After a federal investigation into corruption by the former mayor and his cronies, Cianci was ultimately convicted on only one of a dozen counts of racketeering. Stanton said many of Cianci's cronies took the fall for him, and the jury decided they did not believe, beyond a reasonable doubt, that he was guilty of racketeering. He was convicted only of being the "mastermind, " behind all the scams, a conviction Cianci has appealed. A ruling on the appeal is expected this spring.

Stanton spent two years researching and writing the book, not counting the years he personally covered the Cianci regime for the Providence Journal. He reviewed thousands of pages of transcripts from trials, federal wiretaps, and police reports.
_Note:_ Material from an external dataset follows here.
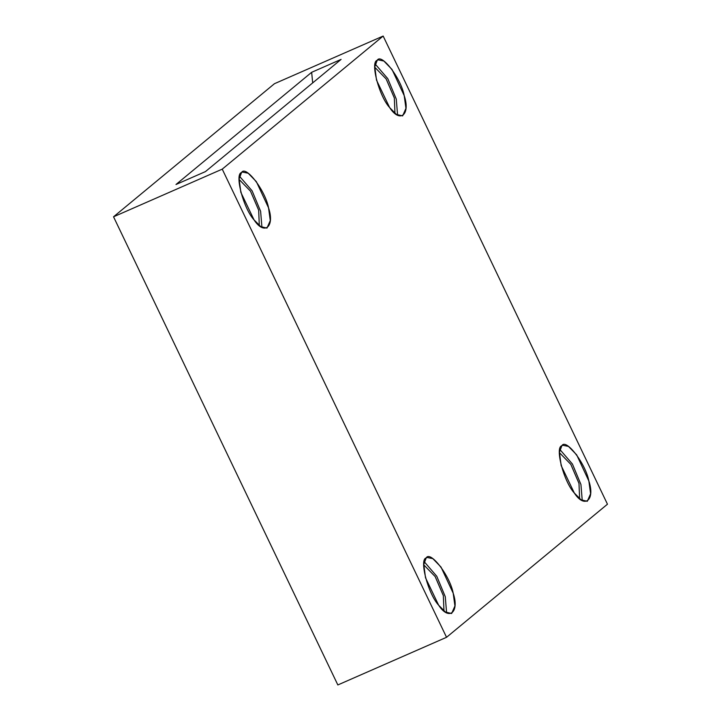 <?xml version="1.0" encoding="UTF-8"?>
<svg xmlns="http://www.w3.org/2000/svg" width="721" height="721" viewBox="0 0 721 721"><rect width="100%" height="100%" fill="white"/><g stroke="black" fill="none" stroke-linecap="round" stroke-linejoin="round"><path stroke-width="1.08" d="M394.964 113.323L394.342 98.002L386.168 78.977L374.767 67.233L386.168 78.977L394.342 98.002L394.964 113.323M397.586 115.162L396.271 99.083L387.772 78.634L375.19 64.061L387.772 78.634L396.271 99.083L397.586 115.162M377.182 60.384L374.794 66.792L376.506 80.139L389.673 107.627L396.388 114.405L402.642 115.901L405.95 108.348L404.202 95.605L392.017 69.45L383.851 61.024L378.065 59.843L377.182 60.384C381.202 52.453 401.047 78.337 404.202 95.605C410.673 114.738 400.002 123.57 389.673 107.627C379.183 96.425 369.999 61.718 377.182 60.384M579.621 498.725L578.99 483.403L570.825 464.378L559.415 452.635L570.825 464.378L578.99 483.403L579.621 498.725M582.244 500.563L580.928 484.485L572.429 464.045L559.838 449.462L572.429 464.045L580.928 484.485L582.244 500.563M561.839 445.785L559.442 452.193L561.154 465.541L574.322 493.029L581.036 499.806L587.291 501.311L590.598 493.75L588.859 481.006L576.674 454.852L568.499 446.425L562.713 445.245L561.839 445.785C565.85 437.854 585.704 463.738 588.859 481.006C595.33 500.14 584.659 508.972 574.322 493.029C563.831 481.826 554.656 447.119 561.839 445.785M443.965 610.93L443.334 595.609L435.169 576.584L423.759 564.84L435.169 576.584L443.334 595.609L443.965 610.93M446.587 612.769L445.272 596.691L436.764 576.241L424.182 561.668L436.764 576.241L445.272 596.691L446.587 612.769M426.174 557.991L423.786 564.399L425.498 577.746L438.665 605.234L445.38 612.012L451.634 613.517L454.942 605.955L453.194 593.212L441.009 567.057L432.843 558.631L427.057 557.45L426.174 557.991C430.194 550.06 450.048 575.944 453.194 593.212C459.674 612.345 448.994 621.178 438.665 605.234C428.175 594.032 419 559.325 426.174 557.991M259.308 225.529L258.677 210.208L250.511 191.182L239.102 179.439L250.511 191.182L258.677 210.208L259.308 225.529M261.93 227.367L260.614 211.289L252.116 190.84L239.525 176.266L252.116 190.84L260.614 211.289L261.93 227.367M241.526 172.589L239.129 178.997L240.841 192.345L254.008 219.833L260.723 226.61L266.977 228.106L270.285 220.545L268.536 207.81L256.361 181.656L248.186 173.229L242.4 172.049L241.526 172.589C245.537 164.658 265.391 190.542 268.536 207.81C275.016 226.944 264.337 235.776 254.008 219.833C243.518 208.63 234.343 173.923 241.526 172.589M311.652 72.307L175.987 184.504L205.431 171.607L341.087 59.401L311.652 72.307L312.689 82.888L311.652 72.307L341.087 59.401L205.431 171.607L175.987 184.504L311.652 72.307M383.157 36.05L274.458 83.699L113.539 216.796L222.239 169.147L383.157 36.05L222.239 169.147L446.542 637.301L607.461 504.204L383.157 36.05L607.461 504.204L446.542 637.301L222.239 169.147L113.539 216.796L337.843 684.95L446.542 637.301L337.843 684.95L113.539 216.796L274.458 83.699L383.157 36.05"/></g></svg>
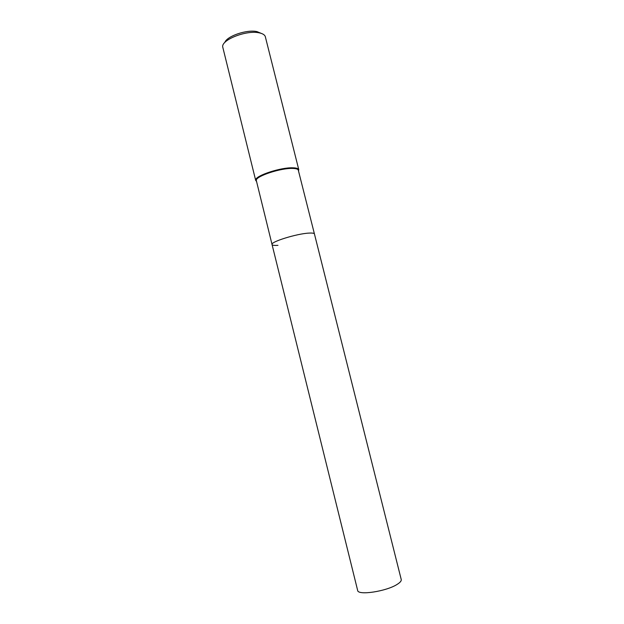 <?xml version="1.0" encoding="UTF-8"?>
<svg xmlns="http://www.w3.org/2000/svg" width="624" height="624" viewBox="0 0 624 624"><rect width="100%" height="100%" fill="white"/><g stroke="black" fill="none" stroke-linecap="round" stroke-linejoin="round"><path stroke-width="0.94" d="M272.048 244.522C270.239 241.917 296.985 233.602 309.067 233.095C296.985 233.602 270.239 241.917 272.048 244.522L357.646 590.405C357.747 595.709 386.357 591.443 397.153 584.376C400.163 582.496 401.528 580.882 401.24 579.532L314.434 233.953C314.192 233.197 312.406 232.908 309.067 233.095C312.406 232.908 314.192 233.197 314.434 233.953L298.217 169.853C297.531 169.003 295.737 168.535 292.859 168.441C281.198 167.825 256.066 176.046 256.269 180.313L272.048 244.522C272.337 245.326 274.31 245.599 277.961 245.341M298.584 170.867L298.561 169.268C297.859 168.394 296.033 167.911 293.085 167.817C281.174 167.177 255.466 175.586 255.692 179.954L256.417 181.381M298.795 169.736L265.239 36.371C264.467 34.694 262.47 33.524 259.241 32.861C246.644 29.843 221.138 39.827 222.721 46.972L255.707 180.476M261.292 33.4L256.994 31.621C247.003 29.258 226.785 36.13 224.812 42.494M298.217 169.853L298.561 169.268M256.269 180.313L255.692 179.954"/></g></svg>

He interviewed hundreds of people who had been close to Cianci during the years and, in the course of his daily coverage and research for the book - which Cianci tried to prevent being published - spent hundreds of hours with Cianci.

Stanton said at times his work put him at risk. A week before the second trial, Cianci received word that the book would be turned into a movie. "He went off the deep end again," said Stanton. Besieged by reporters asking him about the movie during a subsequent press conference, Cianci grabbed Stanton in a headlock, pulled him to the lectern, and began asking Stanton the same questions, "in a very menacing way." After several minutes, Cianci released Stanton and, pushing him away, told him - still in front of the television cameras - to "go play in the traffic."

"There were times when I was nervous, paranoid," Stanton said. Police were occasionally following him, the mayor's associates were cracking bad jokes about who started his car in the morning, and Cianci himself asked Stanton how he liked living in Edgewood - even though Stanton had never told anyone where he lived.

So when Stanton was attacked on a downtown Providence Street, his jaw broken during the assault, the fear was that Cianci had something to do with it.

Cianci, however, denied it when he saw Stanton some weeks later.

'"I know a lot of people think I had you whacked, so I told the cops to work extra hard on this one,"' Stanton said the always colorful Cianci told him, during a break in the former mayor's trial for extortion and assault.

"It wasn't Buddy," Stanton told a journalism class Feb. 25. "It turned out it was just a college kid having a bad day."

He thinks.

Stanton's book is available at the Co-op.